Mere Christianity by C.S. Lewis



To what will you look for help if you will not look to that which is stronger than yourself? ~ C.S. Lewis

This book is not part of The Quest, but I do read a bit besides novels. This “review” will be quite different than when I am reviewing a novel. It will be shorter for one thing, and second it will not be about how much I enjoyed the book but rather did I find it: valid, accurate, beneficial, relevant, useful?

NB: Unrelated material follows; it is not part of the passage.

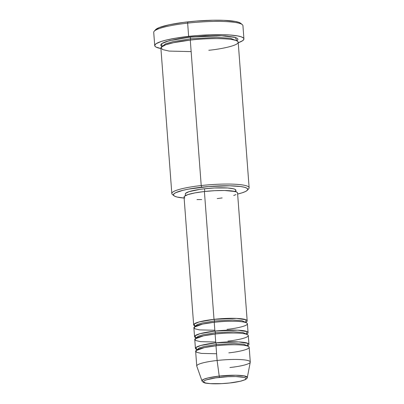 <?xml version="1.0" encoding="UTF-8"?>
<svg xmlns="http://www.w3.org/2000/svg" width="404" height="404" viewBox="0 0 404 404"><rect width="100%" height="100%" fill="white"/><g stroke="black" fill="none" stroke-linecap="round" stroke-linejoin="round"><path stroke-width="0.61" d="M228.821 352.838C236.678 352.136 252.783 349.071 248.394 346.42C243.294 343.849 223.341 344.799 215.999 345.789L217.105 360.479L219.215 376.089A1.49 0.338 83.6 0 0 219.64 377.371C225.467 376.584 241.304 375.831 245.349 377.871C248.834 379.972 236.052 382.406 229.815 382.967C223.988 383.75 208.156 384.507 204.106 382.467C200.621 380.361 213.408 377.927 219.64 377.371A1.49 0.338 -96.4 0 1 219.215 376.089L208.206 377.881L203.586 379.336L202.005 380.927A22.74 3.479 -4.3 0 1 219.215 376.089L217.105 360.479A26.836 4.106 175.7 0 0 196.788 366.186L202.005 380.927C201.53 380.573 203.136 383.123 206.621 383.265C212.529 384.073 220.281 383.977 229.871 382.977A1.49 0.338 -96.4 0 1 229.815 382.967L221.538 383.633L210.408 383.633L205.495 382.967L203.51 381.876L203.732 381.219L204.757 380.523L206.55 379.816L215.716 377.871L227.922 376.705L235.714 376.563L243.96 377.371L245.349 377.871L245.945 378.462L245.728 379.119L244.703 379.816L240.415 381.219L229.815 382.967A1.49 0.338 83.6 0 0 229.876 382.977A1.49 0.338 83.6 0 0 229.921 382.957A1.49 0.338 -96.4 0 1 229.876 382.977L240.976 381.118L245.183 379.715C246.819 378.644 247.531 377.912 247.314 377.518L244.157 375.871L235.795 375.225L219.215 376.089A22.74 3.479 -4.3 0 1 247.314 377.518L250.268 362.166A26.836 4.106 175.7 0 0 217.105 360.479L215.999 345.789A26.836 4.106 175.7 0 0 195.647 351.329L196.753 366.019A26.836 4.106 -4.3 0 1 217.105 360.479A26.836 4.106 -4.3 0 1 250.278 361.994A26.836 4.106 -4.3 0 1 229.927 367.534M184.825 197.94L184.072 197.192L184.35 196.369L187.905 194.597L194.945 192.895L204.399 191.516L214.832 190.678L224.649 190.501L235.042 191.516L236.794 192.147L237.547 192.895L247.182 320.857A26.836 4.106 -4.3 0 0 214.009 319.342L204.399 191.516L214.009 319.342L199.01 321.968L194.061 324.089L195.238 326.109A26.836 4.106 -4.3 0 1 193.657 324.882A26.836 4.106 -4.3 0 1 214.009 319.342A1.49 0.338 -96.4 0 1 214.479 321.008L202.49 322.937L197.329 324.498L195.258 326.235L197.329 324.498L202.49 322.937L214.479 321.008A1.49 0.338 -96.4 0 1 214.292 322.291A1.49 0.338 83.6 0 0 214.479 321.008L232.568 320.034L241.875 320.685L245.809 322.437L241.875 320.685L232.568 320.034L214.479 321.008A1.49 0.338 83.6 0 0 214.009 319.342L236.567 318.397L245.95 319.756L245.784 322.321M227.053 329.331C234.911 328.629 251.015 325.563 246.627 322.912C241.526 320.342 221.574 321.291 214.231 322.281A26.836 4.106 175.7 0 0 193.88 327.821L194.541 336.633A26.836 4.106 -4.3 0 1 214.893 331.093L237.769 330.169L247.026 331.593L246.395 334.214M196.142 337.87L194.94 335.85L199.879 333.729L214.893 331.093A1.49 0.338 -96.4 0 1 215.362 332.76L203.374 334.694L198.213 336.254L196.142 337.991L198.213 336.254L203.374 334.694L215.362 332.76A1.49 0.338 -96.4 0 1 215.175 334.047A1.49 0.338 83.6 0 0 215.362 332.76L233.451 331.79L242.759 332.441L246.692 334.189L242.759 332.441L233.451 331.79L215.362 332.76A1.49 0.338 83.6 0 0 214.893 331.093L214.231 322.281L214.893 331.093A26.836 4.106 -4.3 0 1 248.066 332.608A26.836 4.106 -4.3 0 1 246.692 334.063M227.937 341.087C235.795 340.38 251.899 337.315 247.511 334.669C242.41 332.093 222.458 333.048 215.115 334.032A26.836 4.106 175.7 0 0 194.763 339.572L195.425 348.389A26.836 4.106 -4.3 0 1 215.776 342.85L238.653 341.92L247.91 343.349L247.278 345.965M195.425 348.389A26.836 4.106 -4.3 0 0 197.006 349.617L195.829 347.597L200.778 345.476L215.776 342.85A1.49 0.338 -96.4 0 1 216.246 344.516L204.257 346.445L199.096 348.006L197.046 349.864L199.096 348.006L204.257 346.445L216.246 344.516A1.49 0.338 -96.4 0 1 216.059 345.799A1.49 0.338 83.6 0 0 216.246 344.516L234.335 343.541L243.642 344.193L247.576 345.945L243.642 344.193L234.335 343.541L216.246 344.516A1.49 0.338 83.6 0 0 215.776 342.85L215.115 334.032L215.776 342.85A26.836 4.106 -4.3 0 1 248.95 344.365A26.836 4.106 -4.3 0 1 247.576 345.814M208.802 50.273C220.155 49.258 243.415 44.829 237.072 41.001C229.709 37.289 200.889 38.658 190.284 40.087L201.217 185.542A38.764 5.929 175.7 0 0 172.357 194.425L173.937 195.748A37.274 5.701 -4.3 0 1 201.687 187.209L201.217 185.542L190.284 40.087A38.764 5.929 175.7 0 0 160.888 48.086L171.821 193.541A38.764 5.929 -4.3 0 1 201.217 185.542A38.764 5.929 -4.3 0 1 249.132 187.729A38.764 5.929 -4.3 0 1 247.753 189.476M247.374 190.223L248.738 188.678A38.764 5.929 175.7 0 0 201.217 185.542L201.687 187.209A37.274 5.701 -4.3 0 1 247.374 190.223A37.274 5.701 -4.3 0 1 237.648 194.041L242.405 192.728L245.541 191.486L247.339 190.264L247.723 189.117L246.677 188.087L244.248 187.209L240.521 186.517L229.81 185.8L208.898 186.517L188.552 189.117L183.138 190.264L175.634 192.728L173.841 193.945L173.457 195.092L174.498 196.122L176.932 197.001L184.123 198.061A37.274 5.701 -4.3 0 1 173.937 195.748M155.545 29.729L154.182 31.275A44.728 6.843 -4.3 0 1 187.643 23.139L187.885 21.866A43.238 6.615 175.7 0 0 155.545 29.729A43.238 6.615 175.7 0 0 155.126 30.482L155.156 30.361M190.526 38.814A1.49 0.338 83.6 0 0 190.062 37.148L221.387 35.739L235.315 37.431L236.875 40.895L237.542 40.329L237.941 39.138L236.855 38.062L234.325 37.148L225.382 35.936L219.311 35.683L205.131 35.936L190.062 37.148A1.49 0.338 -96.4 0 1 190.526 38.814L216.736 37.38L230.386 38.274L236.572 40.754L230.386 38.274L216.736 37.38L190.526 38.814A1.49 0.338 -96.4 0 1 190.34 40.097A1.49 0.338 83.6 0 0 190.526 38.814L173.185 41.587L165.605 43.824L162.267 46.344L165.605 43.824L173.185 41.587L190.526 38.814M196.122 337.865A26.836 4.106 -4.3 0 1 194.541 336.633M237.572 193.031A26.836 4.106 175.7 0 0 204.399 191.516A26.836 4.106 175.7 0 0 184.047 197.056L193.657 324.882M185.34 194.137L185.598 193.354L188.956 191.683L199.864 189.37L204.535 188.774L204.737 191.481L204.535 188.774A25.346 3.878 175.7 0 0 185.315 194.006L185.436 195.597M173.447 195.061A38.764 5.929 -4.3 0 1 171.821 193.541M243.925 38.89L242.93 25.664A44.728 6.843 175.7 0 0 187.643 23.139A44.728 6.843 175.7 0 0 153.722 32.37L154.717 45.596A44.728 6.843 -4.3 0 1 188.638 36.365L187.643 23.139L188.638 36.365A44.728 6.843 -4.3 0 1 243.925 38.89A44.728 6.843 -4.3 0 1 238.234 42.738L242.552 40.759L243.864 39.334L243.88 38.658L243.466 38.016L241.37 36.865L237.663 35.921L229.391 34.966L222.387 34.673L210.312 34.784L197.288 35.537L176.523 38.016L166.377 40.036L161.146 41.496L156.09 43.723L154.777 45.152L155.176 46.465L156.015 47.066L160.979 48.566M160.923 48.551A44.728 6.843 -4.3 0 1 154.717 45.596M248.95 344.365L248.288 335.547A26.836 4.106 175.7 0 0 215.115 334.032L203.495 335.84L195.001 338.961L195.713 340.542L200.475 341.648L215.716 342.006M250.278 361.994L249.172 347.304A26.836 4.106 175.7 0 0 215.999 345.789L204.379 347.597L195.884 350.712L196.597 352.293L201.359 353.404L216.6 353.758M155.54 29.734L159.302 27.548L169.372 24.735L183.835 22.351L196.253 21.069L212.888 20.235L224.023 20.341L235.279 21.437L238.865 22.351L240.89 23.467M161.989 46.526L160.701 45.349L161.1 44.157L162.969 42.89L166.236 41.597L176.402 39.138L190.062 37.148L169.19 40.728L161.711 43.627L161.989 46.526M249.132 187.729L238.198 42.274A38.764 5.929 175.7 0 0 190.284 40.087L173.498 42.698L165.731 44.778L161.226 47.202L162.251 49.485L169.135 51.086L191.148 51.601M204.535 188.774L214.388 187.981L227.629 187.981L233.477 188.774L235.128 189.37L235.865 190.218A25.346 3.878 175.7 0 0 204.535 188.774M235.577 190.855L234.355 191.683M201.702 199.581L196.97 199.581M235.976 194.597L233.719 195.491M222.165 197.94L217.221 198.571M247.182 320.857A26.836 4.106 -4.3 0 1 245.809 322.306M248.066 332.608L247.405 323.796A26.836 4.106 175.7 0 0 214.231 322.281L202.611 324.089L194.117 327.205L194.829 328.785L199.591 329.891L214.832 330.25M187.643 23.139A44.728 6.843 -4.3 0 1 242.314 24.649L240.733 23.326A43.238 6.615 175.7 0 0 187.885 21.866L187.643 23.139M195.157 326.685L195.278 326.356M245.324 322.402L245.713 322.155M245.905 321.988L245.809 322.437M246.208 334.159L246.788 333.744L246.854 334.618M247.091 345.91L247.672 345.496L247.576 345.945M235.865 190.203L235.981 191.799M197.495 349.637L196.859 349.319L196.925 350.192M195.975 337.567L196.041 338.436M196.187 337.699L196.612 337.885M195.258 326.235L195.304 325.947"/></g></svg>

In a word…Yes! In a second word…Quite!

It is quite different than most books on Christianity. I think the biggest difference is this: it can serve both Christians and non-Christians. I won’t attempt to explain Lewis’ purpose, except with his own words:  Ever since I became a Christian I have thought that the best, perhaps the only, service I could do for my unbelieving neighbours was to explain and defend the belief that has been common to nearly all Christians at all time.

If you know anything about C.S. Lewis, you probably know that he had a brilliant mind. He does a wonderful job of making the complex ideologies of Christianity simple, and then making the simple things…not complex, but incredibly intricate, nuanced, and profound. I don’t agree with Lewis on every point, but on the simple message that the goal of Christianity…is making little Christs out of mortal men, I agree entirely.

Excerpts: I feel compelled to assert that these excerpts, although powerful, have lost a good deal of their full force for being taken out of context.

How monotonously alike all the great tyrants and conquerors have been: how gloriously different are the saints.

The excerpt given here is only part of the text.